Near Real-Time Analytics: The new Data Architecture, powered by Apache NiFi and HBase, enabled the implementation of the first near real-time data analytics use cases, starting with HR data.
Metadata driven development: Transitioned the organization to a metadata-driven development strategy—eliminating vendor lock-in and dramatically accelerating time-to-market. This change empowered our data engineers to adopt new mindsets, rethink traditional workflows, and upskill to fully leverage metadata as the foundation of our pipelines.
Data Lake Initiative: Introduced a unified Data Lake to harness the full potential of raw datasets and accelerate report delivery from heterogeneous, disparate sources—proving invaluable during the volatile COVID-19 period.

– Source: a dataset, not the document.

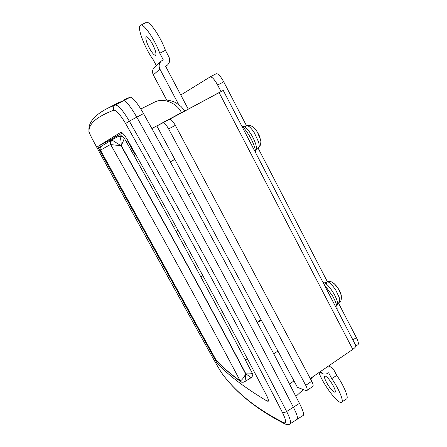 <?xml version="1.0" encoding="UTF-8"?>
<svg xmlns="http://www.w3.org/2000/svg" width="447" height="447" viewBox="0 0 447 447"><rect width="100%" height="100%" fill="white"/><g stroke="black" fill="none" stroke-linecap="round" stroke-linejoin="round"><path stroke-width="0.67" d="M325.645 376.184L324.617 376.123C324.181 377.089 324.796 379.151 326.461 382.302C329.182 387.136 331.719 390.399 334.071 392.092L335.183 392.187C335.613 391.024 334.825 388.661 332.831 385.096C330.07 380.475 327.679 377.503 325.645 376.184M327.053 367.026L330.786 367.021L333.674 369.591L336.742 375.407L331.719 378.609L328.64 372.787L326.243 373.988L323.974 374.105L322.857 373.804L320.298 371.658M331.719 378.609C338.53 388.152 343.916 400.909 341.782 402.021C339.077 405.714 323.147 384.75 318.957 372.574M336.742 375.407C343.575 384.917 348.906 397.685 346.716 398.836L346.202 399.165M152.522 44.147C155.377 49.868 156.439 53.545 155.701 55.188L155.545 55.294C154.304 55.434 152.399 53.322 149.823 48.958C146.666 43.035 145.404 39.018 146.024 36.9L146.23 36.743C147.689 36.755 149.784 39.224 152.522 44.147M153.299 74.861C151.958 71.961 152.421 69.374 154.696 67.089L161.373 61.004C159.003 63.385 158.517 66.089 159.914 69.123L153.299 74.861L166.697 100.044M188.254 109.129L165.558 66.19L167.334 65.15C169.799 62.792 170.329 60.06 168.921 56.948L165.424 50.315L159.78 53.221L163.289 59.859L161.373 61.004M159.78 53.221C154.992 39.828 143.481 22.914 140.604 25.244C136.346 26.323 144.75 48.192 153.165 59.647L156.327 65.603M178.705 104.57L159.914 69.123M165.424 50.315C160.713 36.905 149.181 20.042 146.208 22.417L140.604 25.244M173.475 226.685L175.392 225.512M126.222 141.621L127.959 140.688M124.042 137.737L124.199 138.017C124.087 139.33 123.093 141.839 121.221 145.538C121.165 140.878 120.629 137.816 119.617 136.352L122.405 136.206L123.657 137.195M251.141 377.676L245.923 373.882C249.661 373.983 251.812 373.809 252.376 373.357C213.381 299.194 170.653 220.751 124.199 138.017L122.417 136.212M111.459 140.112L101.519 146.158C100.106 147.208 99.754 148.538 100.452 150.153L216.387 360.617C222.483 367.015 230.261 373.675 239.715 380.604L240.916 381.783C241.034 382.246 242.056 382.341 243.989 382.073L244.565 381.76L243.989 382.068C242.352 382.526 241.067 382.073 240.123 380.721C241.536 380.565 243.397 378.33 245.705 374.016C245.599 378.162 245.219 380.743 244.565 381.76L251.264 377.598C252.806 375.966 253.181 374.552 252.376 373.357L252.309 373.228M239.715 380.604L240.123 380.721C200.737 306.424 157.618 227.763 110.772 144.744C110.113 142.895 110.627 141.397 112.309 140.263L120.981 145.666L110.32 144.577L100.452 150.153M178.046 230.328L176.084 231.44M202.916 275.782L200.899 276.961M134.094 155.662L135.262 155.031L127.585 140.922L126.238 141.643M127.585 140.922L127.976 140.716M135.262 155.031L135.877 154.696M242.414 126.557L242.771 126.384C245.057 126.227 248.202 129.474 252.203 136.123C256.103 143.515 257.31 148.348 255.818 150.622L255.684 150.689M241.682 125.898C244.582 128.529 247.387 132.245 250.091 137.039C253.522 143.169 255.444 148.549 255.863 153.187M210.202 76.884L216.192 73.716C218.086 73.509 220.594 76.208 223.718 81.812L217.644 85.042C214.515 79.432 212.023 76.716 210.163 76.901L180.8 95.027M338.413 302.971L356.41 337.658C358.17 341.117 358.734 343.43 358.092 344.603L357.784 344.793M217.644 85.042L221.03 91.562M223.718 81.812L246.582 125.903M257.964 147.84L327.355 281.644M323.08 282.549L323.896 282.565C326.774 283.689 330.177 287.51 334.093 294.042C337.122 299.557 338.15 303.295 337.172 305.256L336.787 305.491M323.824 283.974L332.523 295.841C335.814 301.714 337.345 306.29 337.116 309.559M94.904 143.884L94.915 143.906C135.899 219.058 175.9 291.617 214.918 361.584C218.544 368.054 221.338 372.591 223.293 375.184C237.228 393.466 257.355 409.296 283.683 422.672C286.6 423.627 286.169 420.197 282.387 412.391C283.409 412.855 284.834 412.564 286.661 411.525C289.941 418.057 291.142 422.124 290.271 423.722L297.406 419.141C297.942 417.464 296.601 413.497 293.383 407.234C246.671 317.029 194.473 220.343 136.788 117.164C130.518 106.38 126.115 100.882 123.579 100.676L118.231 102.771L113.493 105.246L119.679 102.017M302.898 415.615L303.379 415.302C303.971 413.598 302.664 409.614 299.468 403.356C253.024 313.196 201.049 216.605 143.543 113.588C137.285 102.827 132.843 97.368 130.222 97.2L124.635 99.424M168.648 128.959C166.211 124.735 164.233 122.729 162.719 122.931L169.379 119.366C170.922 119.148 172.911 121.143 175.336 125.35L168.648 128.959L305.748 385.364L311.727 381.257C313.012 383.694 313.425 385.387 312.961 386.325L312.66 386.538M205.804 99.737L156.841 125.97L297.428 387.337L305.966 390.549L307.028 390.421C307.469 389.493 307.044 387.806 305.748 385.364M297.428 387.337L156.841 125.976M355.588 345.118L355.885 345.682C355.896 346.682 354.868 347.911 352.806 349.375L219.131 92.635L223.243 90.417L212.101 96.228M157.087 125.853L162.719 122.931M169.379 119.366L219.131 92.635M310.274 378.531L352.806 349.375M311.727 381.257L175.336 125.35M113.845 137.682L122.422 133.022M182.711 112.096L181.46 112.627C177.358 103.408 163.669 97.541 155.148 101.849L153.891 102.424M311.788 378.067L312.509 376.994M130.222 97.2L115.259 105.028C118.215 104.944 122.903 110.308 129.323 121.12C187.779 224.137 240.223 320.94 286.661 411.525L293.383 407.234C246.671 317.029 194.473 220.343 136.788 117.164C130.518 106.38 126.115 100.882 123.579 100.676L118.231 102.771L108.727 107.738L115.259 105.028C113.393 106.291 112.895 108.006 113.767 110.185C96.971 116.594 88.707 123.685 88.981 131.463C89.216 132.893 91.194 137.039 94.915 143.906M283.683 422.672L285.387 424.142C287.941 424.767 289.567 424.628 290.271 423.722L289.757 424.074M98.368 147.901L97.731 146.538L120.791 132.306C122.187 132.178 124.517 134.865 127.775 140.358C178.839 230.669 225.031 315.543 266.345 394.98C268.06 398.35 268.697 400.428 268.261 401.227L267.211 401.149C243.956 387.208 227.121 374.312 216.7 362.45L98.368 147.901L101.123 146.437M192.528 192.461L188.455 194.741M174.794 159.417L170.357 161.842M170.329 161.786L174.732 159.305M277.76 351.241L273.693 353.761M261.16 320.32L257.321 322.65M257.159 322.348L260.847 319.739M303.379 415.302L297.406 419.141C297.942 417.464 296.601 413.497 293.383 407.234L299.468 403.356M165.658 66.385L166.401 65.754M119.617 136.352L118.952 136.123L111.638 140.012L112.309 140.263M216.331 360.517L217.186 361.506C223.271 367.853 230.948 374.446 240.229 381.28M110.32 144.577C109.532 142.738 109.934 141.235 111.532 140.073L111.532 140.073M120.981 145.666C166.077 225.83 207.654 301.948 245.705 374.016L245.923 373.882C207.821 301.842 166.256 225.729 121.221 145.538L120.981 145.666M256.55 148.801L258.612 147.393C258.93 146.756 260.618 147.225 260.892 141.313C259.729 136.793 258.908 134.346 258.416 133.988L257.226 131.91C251.79 123.523 247.286 125.423 246.761 125.825L246.85 125.791C248.554 125.495 251.058 127.848 254.365 132.854L258.539 141.855C259.372 144.867 259.4 146.711 258.612 147.393L258.427 147.521M257.338 132.01L260.724 140.202M352.873 339.882L356.41 337.658M326.226 283.912L326.74 281.923L327.757 281.806C329.914 282.504 332.652 285.387 335.965 290.455L339.737 298.641L339.703 302.004L339.318 302.295M334.334 283.772L338.457 288.891L341.301 295.406M143.543 113.588L129.323 121.12L125.596 123.545C120.243 114.572 116.304 110.118 113.767 110.185M88.981 131.463L88.903 128.753C89.344 121.081 95.949 114.08 108.722 107.744L108.727 107.738M104.849 109.694L108.722 107.744M282.387 412.391C236.055 322.287 183.79 226.003 125.596 123.545M223.293 375.184L223.83 375.854C237.955 394.276 258.288 410.285 284.834 423.879M113.968 137.899L97.731 146.538M216.365 360.589L215.767 360.958M217.583 361.914L216.7 362.45M268.401 400.395L267.211 401.149M181.46 112.627L151.891 128.546M289.561 384.202L293.74 381.017M319.666 372.088L321.806 373.239M328.634 365.942L330.786 367.021M346.716 398.836L341.782 402.021M165.731 66.519L167.334 65.15M222.634 312.302L220.6 313.52M247.32 358.695L245.302 359.936M122.405 136.206C122.182 135.698 121.031 135.665 118.952 136.123L111.638 140.012M246.761 125.825L244.565 126.78M210.163 76.901L216.192 73.716M355.868 346.006L358.092 344.603M113.834 137.654L114.337 138.576M337.172 305.256L336.72 305.53M326.975 281.806C327.746 281.157 329.338 281.208 331.763 281.956C334.792 283.951 337.016 286.27 338.429 288.913C339.15 289.79 340.055 291.768 341.156 294.841C341.653 299.037 341.167 301.429 339.703 302.004L337.625 303.563M326.74 281.923L324.74 282.901M307.028 390.421L312.961 386.325M355.885 345.682L223.243 90.417M184.907 110.923L181.013 106.447L176.358 103.073C173.235 101.072 164.747 98.049 155.148 101.849M89.249 132.496L88.774 130.993M222.556 374.2L223.332 375.251M155.014 101.905L140.816 108.962M312.241 377.184L310.888 379.687M303.317 389.549L295.886 396.411"/></g></svg>

Man hands using tablet that has data information.

Tools and Technologies

The project leveraged a diverse technology stack to achieve its goals:

ETL and Data Integration: Oracle Data Integrator 12c, IBM DataStage, IGI Metadata-Driven ETL Engine
Databases: Oracle Database 12c, DB2, PostgreSQL, ZIM Database
Big Data and Processing: Nifi, Hive, HDFS, Parquet, Avro, Spark, Kafka
Orchestration and Automation: Airflow
Security and Governance: Ambari, Ranger
Programming and Scripting: Groovy, PL/SQL, Python
Data Management: Schema Registry

Impact and Success

The Bank’s data architecture modernization project has significantly enhanced the Bank’s data capabilities. The implementation of a decentralized data architecture, coupled with advanced ML support and real-time processing features, has transformed how the Bank manages and utilizes data. This project not only solved existing architectural challenges but also laid a robust foundation for future data-driven innovations, positioning the Bank as a front-runner in the digital banking landscape.